En primer lugar, muchos niños con déficit de atención e hiperactividad se enfrentan a dificultades para seguir instrucciones, completar los deberes y organizar prioridades.

Y entre los consejos más destacados para abordar estos problemas se encuentran:

Divida la tarea que se le solicita al niño en pasos, de lo simple a lo complejo y de lo fácil a lo más difícil; añada un modelo del trabajo requerido para que mantenga su nivel de concentración, reduzca su nivel de distracción y comprenda el objetivo exigido; ayude al niño a gestionar su tiempo y facilítele apoyos para la organización y la gestión en la escuela o en casa mediante la elaboración de un horario propio y un temporizador para cada sesión u objetivo que se desee alcanzar, y aclárele cuándo finalizará todas las tareas.

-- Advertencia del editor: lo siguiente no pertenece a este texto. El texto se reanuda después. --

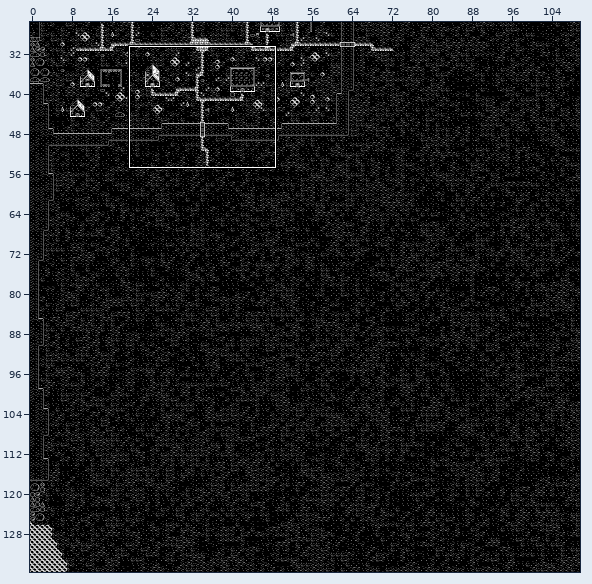
Level history. Tiled map: assets/maps/outdoor.tmx. The first picture is a wide view before the edit; the outline marks the close-up.
Close-up. The starting point:
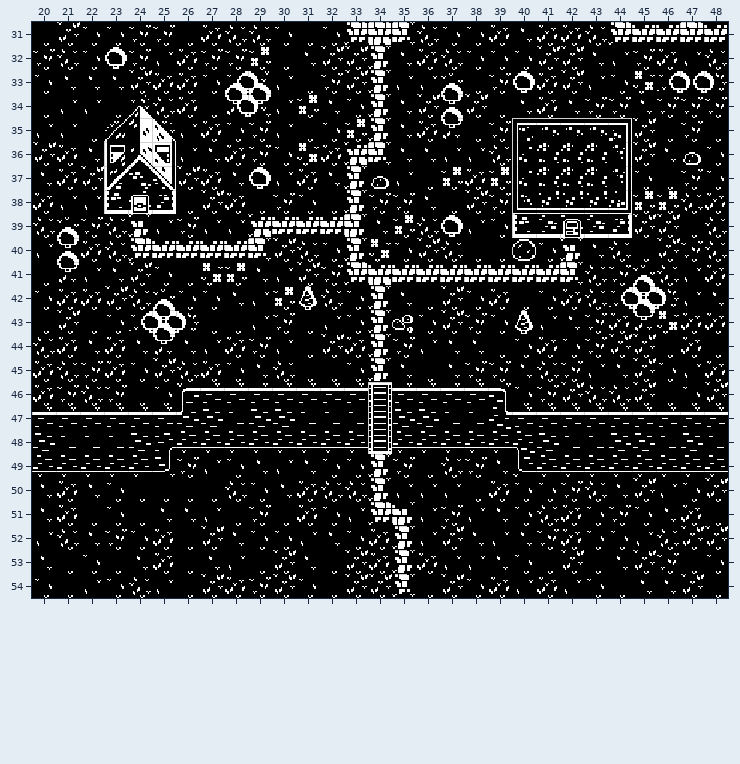
Cells are 16x16 px. Shown: x 20..48, y 31..54. The commit also changed other parts of the map, which this record leaves out.
New version:
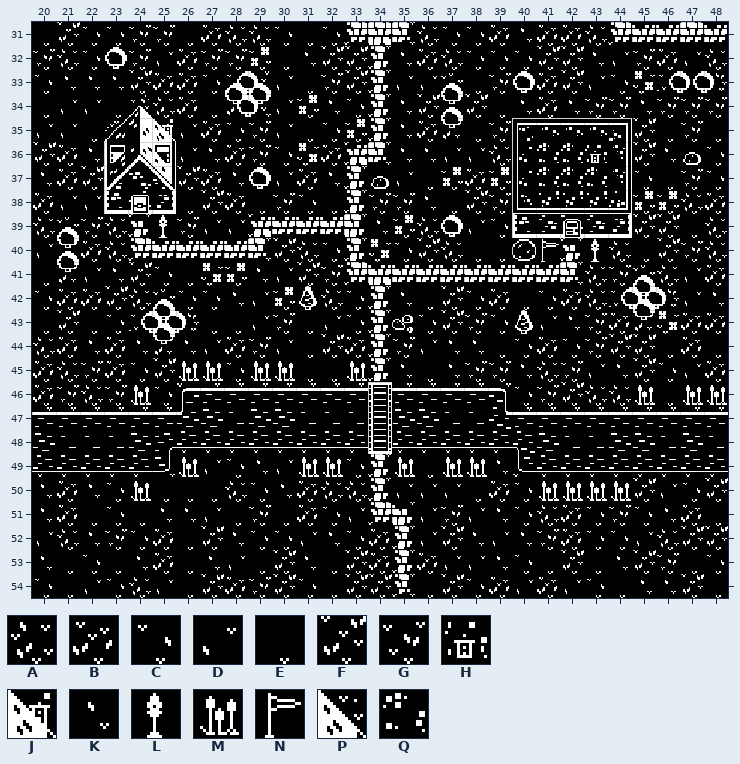
Key: from "world": A 6, B 7, C 8, D 9, E 10, F 22, G 23, H 78, J 79, K 89, L 134, M 142, N 143, P 146, Q 181.
_ is an empty cell, . an unchanged one.
Edits made:
--- layer "Ground"
@@ x 25..43 @@
-35 P..................
-36 ..................Q
+35 J..................
+36 ..................H
@@ x 25..43 @@
-39 D..................
-40 ................C.K
+39 L..................
+40 ................N.L
@@ x 24..48 @@
-45 ..AB.KA..C...............
-46 E....................F.CF
+45 ..MM.MM..M...............
+46 M....................M.MM
@@ x 24..44 @@
-49 ..G....KC..G.AG......
-50 E................CGAK
+49 ..M....MM..M.MM......
+50 M................MMMM

En cuanto al manejo de las conductas que suelen acompañar al trastorno, analizamos los antecedentes y los consecuentes de la conducta para poder identificar el factor causante de la misma y de su mantenimiento, y aplique medidas proactivas con él; según la causa, se selecciona el método adecuado para eliminarlo. Conceda al niño un tiempo de descanso durante la lección y sea flexible adaptándose a las necesidades de su alumno, pero sin que el proceso se vuelva caótico. Utilice un sistema de asiento preferente según el estado del niño y la naturaleza del objetivo planteado, siendo preferible variar la dinámica de ubicación: a veces en silla y mesa, a veces en el suelo, a veces en el patio de la escuela, y así sucesivamente. Por último, emplee una señal específica de reorientación, como tarjetas con pictogramas, tarjetas de transición en el rincón y un temporizador, para que el niño pueda conocer la hora de inicio de la sesión, la de finalización y su duración.

Por último, quienes presentan trastorno por déficit de atención e hiperactividad suelen tener dificultades para comprender las señales sociales; por ello, realice lo siguiente: para aumentar sus interacciones sociales con su entorno, represente situaciones que incrementen la comunicación social, ya sea presentando una historia social al niño para transmitirle la habilidad o mediante modelado en vivo o en vídeo y filmando la situación; genere oportunidades sociales adecuadas para el niño mediante su interacción con sus compañeros a través del juego o haciéndolo partícipe en las actividades del aula; y, por último, reduzca la frustración del niño, bríndele una valoración positiva de su autoestima y refuércelo cada vez que tome la iniciativa de interactuar con sus compañeros o incluso de participar a petición de otros de forma correcta.

Yasmin Al-Suqair - Estudiante de maestría en trastornos conductuales y emocionales

Universidad Rey Saúd

Referencias

.Www.Ngha.med.sa

Publicado originalmente en árabe. Esta versión en español se ha generado mediante traducción asistida por IA; el original en árabe prevalece como referencia.